— Material supplied —
<<<<
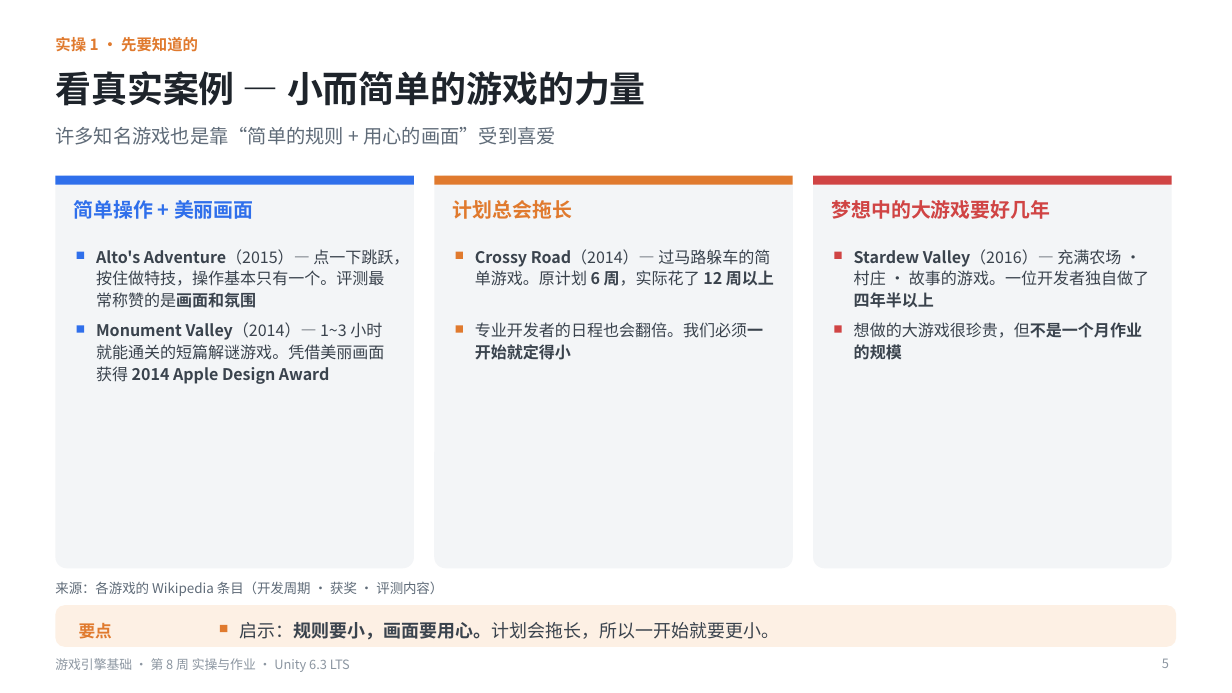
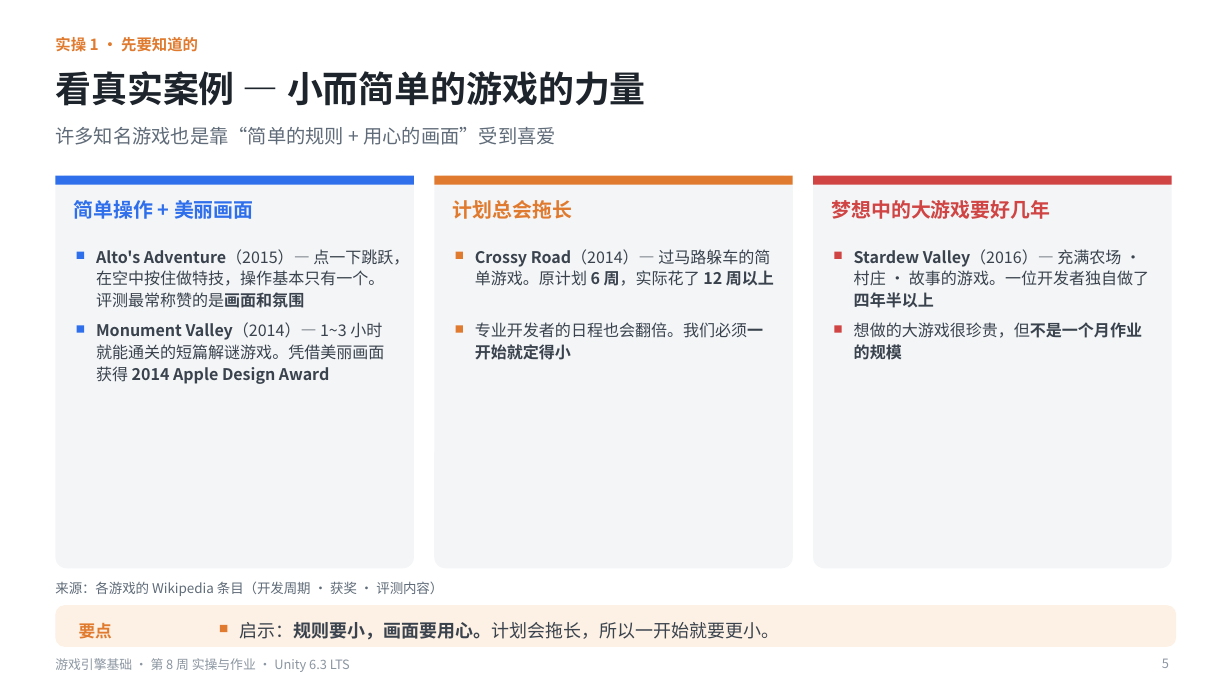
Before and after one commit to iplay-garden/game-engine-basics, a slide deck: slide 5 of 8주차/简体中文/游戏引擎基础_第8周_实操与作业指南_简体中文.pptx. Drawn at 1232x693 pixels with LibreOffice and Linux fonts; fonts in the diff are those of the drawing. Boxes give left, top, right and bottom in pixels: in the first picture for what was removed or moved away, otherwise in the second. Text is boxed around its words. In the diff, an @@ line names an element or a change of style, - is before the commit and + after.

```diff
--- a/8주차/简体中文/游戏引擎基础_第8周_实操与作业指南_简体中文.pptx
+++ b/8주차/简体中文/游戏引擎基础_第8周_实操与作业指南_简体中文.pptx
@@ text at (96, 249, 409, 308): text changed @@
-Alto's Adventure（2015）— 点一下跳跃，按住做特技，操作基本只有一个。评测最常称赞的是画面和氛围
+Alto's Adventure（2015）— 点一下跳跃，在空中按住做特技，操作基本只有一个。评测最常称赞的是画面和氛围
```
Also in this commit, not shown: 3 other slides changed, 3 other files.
>>>>
— What to do —
With the pictures removed, copy the data above word for word.

— Result of this exercise —
Before and after one commit to iplay-garden/game-engine-basics, a slide deck: slide 5 of 8주차/简体中文/游戏引擎基础_第8周_实操与作业指南_简体中文.pptx. Drawn at 1232x693 pixels with LibreOffice and Linux fonts; fonts in the diff are those of the drawing. Boxes give left, top, right and bottom in pixels: in the first picture for what was removed or moved away, otherwise in the second. Text is boxed around its words. In the diff, an @@ line names an element or a change of style, - is before the commit and + after.

```diff
--- a/8주차/简体中文/游戏引擎基础_第8周_实操与作业指南_简体中文.pptx
+++ b/8주차/简体中文/游戏引擎基础_第8周_实操与作业指南_简体中文.pptx
@@ text at (96, 249, 409, 308): text changed @@
-Alto's Adventure（2015）— 点一下跳跃，按住做特技，操作基本只有一个。评测最常称赞的是画面和氛围
+Alto's Adventure（2015）— 点一下跳跃，在空中按住做特技，操作基本只有一个。评测最常称赞的是画面和氛围
```
Also in this commit, not shown: 3 other slides changed, 3 other files.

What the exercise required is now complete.